• Problem requirements: Within the material below, transcribe exactly the lines from the one holding "Before and after one commit to ikedachin/study_huggingface, a" through the one holding "Also in this commit, not shown: 6", keeping both ends and skipping the rest.

• Entries provided:
──────────

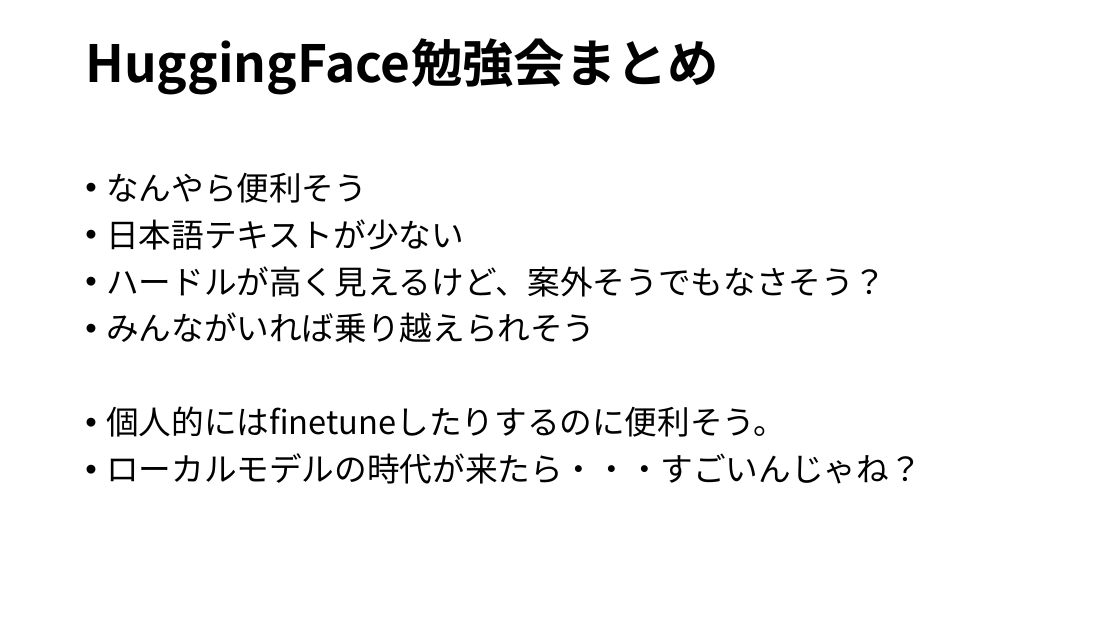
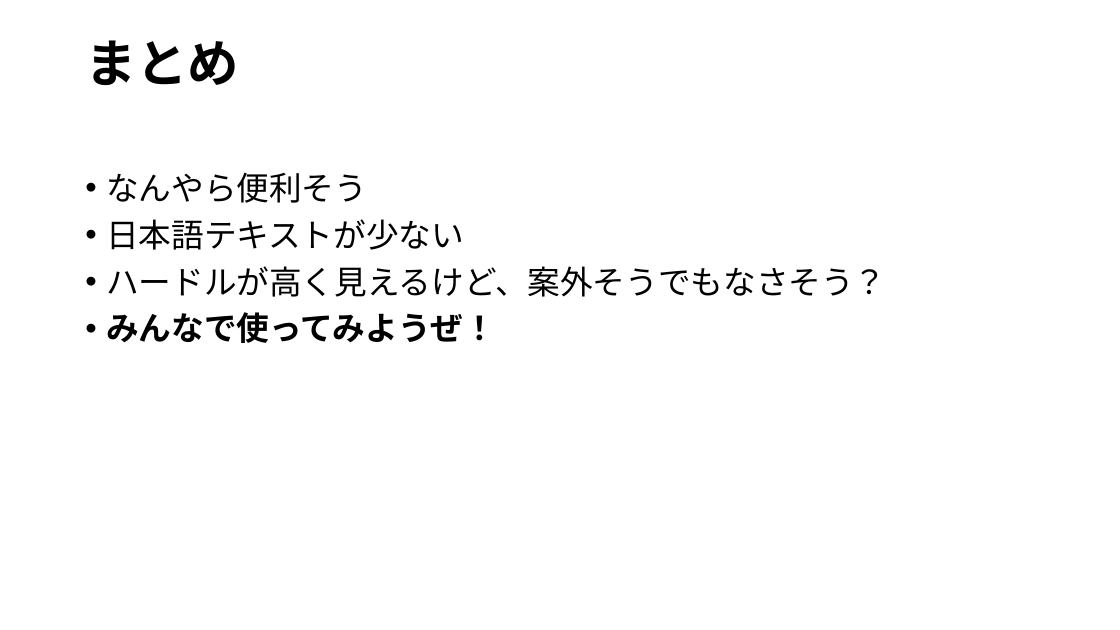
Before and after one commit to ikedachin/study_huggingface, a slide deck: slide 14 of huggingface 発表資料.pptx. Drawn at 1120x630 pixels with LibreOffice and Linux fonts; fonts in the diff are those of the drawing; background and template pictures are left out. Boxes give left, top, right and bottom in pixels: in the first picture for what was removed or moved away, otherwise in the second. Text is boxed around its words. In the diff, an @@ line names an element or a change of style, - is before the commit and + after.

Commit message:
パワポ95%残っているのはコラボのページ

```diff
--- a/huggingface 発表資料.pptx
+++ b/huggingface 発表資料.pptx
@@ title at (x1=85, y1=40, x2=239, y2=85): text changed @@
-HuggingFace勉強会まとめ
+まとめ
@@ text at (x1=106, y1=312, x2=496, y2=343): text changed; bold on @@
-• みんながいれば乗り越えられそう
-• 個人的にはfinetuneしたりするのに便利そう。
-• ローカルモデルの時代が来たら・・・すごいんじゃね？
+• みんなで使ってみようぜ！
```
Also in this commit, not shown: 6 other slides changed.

──────────

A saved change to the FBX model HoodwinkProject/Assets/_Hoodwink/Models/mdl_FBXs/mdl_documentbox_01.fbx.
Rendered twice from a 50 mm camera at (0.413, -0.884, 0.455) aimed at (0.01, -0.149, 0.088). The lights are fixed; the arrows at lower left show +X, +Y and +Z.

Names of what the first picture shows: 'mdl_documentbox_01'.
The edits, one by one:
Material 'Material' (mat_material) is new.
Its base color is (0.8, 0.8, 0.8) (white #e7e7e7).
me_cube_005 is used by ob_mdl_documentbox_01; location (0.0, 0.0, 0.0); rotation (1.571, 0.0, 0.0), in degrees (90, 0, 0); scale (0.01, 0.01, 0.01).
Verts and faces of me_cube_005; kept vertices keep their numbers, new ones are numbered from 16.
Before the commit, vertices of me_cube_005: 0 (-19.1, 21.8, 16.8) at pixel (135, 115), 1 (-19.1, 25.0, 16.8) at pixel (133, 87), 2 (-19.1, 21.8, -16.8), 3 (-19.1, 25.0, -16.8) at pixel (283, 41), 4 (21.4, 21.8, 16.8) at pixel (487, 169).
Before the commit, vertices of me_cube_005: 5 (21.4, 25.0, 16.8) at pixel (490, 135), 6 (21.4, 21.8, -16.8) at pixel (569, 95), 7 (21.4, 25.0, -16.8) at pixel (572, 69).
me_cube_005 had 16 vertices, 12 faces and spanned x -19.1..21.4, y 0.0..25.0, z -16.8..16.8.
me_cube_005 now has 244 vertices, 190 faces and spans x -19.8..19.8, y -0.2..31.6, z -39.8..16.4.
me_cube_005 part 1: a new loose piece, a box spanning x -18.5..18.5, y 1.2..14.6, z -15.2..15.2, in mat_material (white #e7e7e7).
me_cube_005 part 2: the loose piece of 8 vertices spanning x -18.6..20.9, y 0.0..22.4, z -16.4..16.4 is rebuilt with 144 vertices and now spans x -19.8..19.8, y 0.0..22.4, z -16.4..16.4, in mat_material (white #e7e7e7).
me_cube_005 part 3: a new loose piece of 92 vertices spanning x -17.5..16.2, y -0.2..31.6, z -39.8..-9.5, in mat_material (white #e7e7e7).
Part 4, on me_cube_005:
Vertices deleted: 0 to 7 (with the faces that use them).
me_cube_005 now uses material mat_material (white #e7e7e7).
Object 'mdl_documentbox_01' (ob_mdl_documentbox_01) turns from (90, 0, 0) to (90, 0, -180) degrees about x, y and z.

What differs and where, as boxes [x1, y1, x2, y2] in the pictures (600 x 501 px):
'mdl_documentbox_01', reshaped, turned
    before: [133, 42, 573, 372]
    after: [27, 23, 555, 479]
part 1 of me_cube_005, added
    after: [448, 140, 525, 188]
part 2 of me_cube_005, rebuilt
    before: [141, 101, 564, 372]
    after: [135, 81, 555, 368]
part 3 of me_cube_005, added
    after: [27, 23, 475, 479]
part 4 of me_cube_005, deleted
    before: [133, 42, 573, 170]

──────────

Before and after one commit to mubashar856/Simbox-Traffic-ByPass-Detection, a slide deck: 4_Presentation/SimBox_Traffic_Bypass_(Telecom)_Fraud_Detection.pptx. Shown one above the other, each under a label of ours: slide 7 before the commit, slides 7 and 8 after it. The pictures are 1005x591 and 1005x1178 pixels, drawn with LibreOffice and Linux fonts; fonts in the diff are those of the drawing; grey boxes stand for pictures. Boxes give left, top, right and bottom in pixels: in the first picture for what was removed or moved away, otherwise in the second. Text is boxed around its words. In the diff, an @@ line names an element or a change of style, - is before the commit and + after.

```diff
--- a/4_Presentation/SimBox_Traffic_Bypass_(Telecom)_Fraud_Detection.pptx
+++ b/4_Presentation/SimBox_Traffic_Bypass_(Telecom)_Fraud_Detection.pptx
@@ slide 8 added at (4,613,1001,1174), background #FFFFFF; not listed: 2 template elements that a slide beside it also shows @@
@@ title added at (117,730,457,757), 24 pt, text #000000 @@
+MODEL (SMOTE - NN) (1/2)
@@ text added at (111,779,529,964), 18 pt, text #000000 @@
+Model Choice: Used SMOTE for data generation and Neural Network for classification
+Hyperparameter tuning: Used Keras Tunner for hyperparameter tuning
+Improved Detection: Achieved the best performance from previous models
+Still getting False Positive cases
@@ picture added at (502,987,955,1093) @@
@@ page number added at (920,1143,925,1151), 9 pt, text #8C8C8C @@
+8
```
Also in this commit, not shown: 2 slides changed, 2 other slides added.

──────────

• Answer to this exercise:
Before and after one commit to ikedachin/study_huggingface, a slide deck: slide 14 of huggingface 発表資料.pptx. Drawn at 1120x630 pixels with LibreOffice and Linux fonts; fonts in the diff are those of the drawing; background and template pictures are left out. Boxes give left, top, right and bottom in pixels: in the first picture for what was removed or moved away, otherwise in the second. Text is boxed around its words. In the diff, an @@ line names an element or a change of style, - is before the commit and + after.

Commit message:
パワポ95%残っているのはコラボのページ

```diff
--- a/huggingface 発表資料.pptx
+++ b/huggingface 発表資料.pptx
@@ title at (x1=85, y1=40, x2=239, y2=85): text changed @@
-HuggingFace勉強会まとめ
+まとめ
@@ text at (x1=106, y1=312, x2=496, y2=343): text changed; bold on @@
-• みんながいれば乗り越えられそう
-• 個人的にはfinetuneしたりするのに便利そう。
-• ローカルモデルの時代が来たら・・・すごいんじゃね？
+• みんなで使ってみようぜ！
```
Also in this commit, not shown: 6 other slides changed.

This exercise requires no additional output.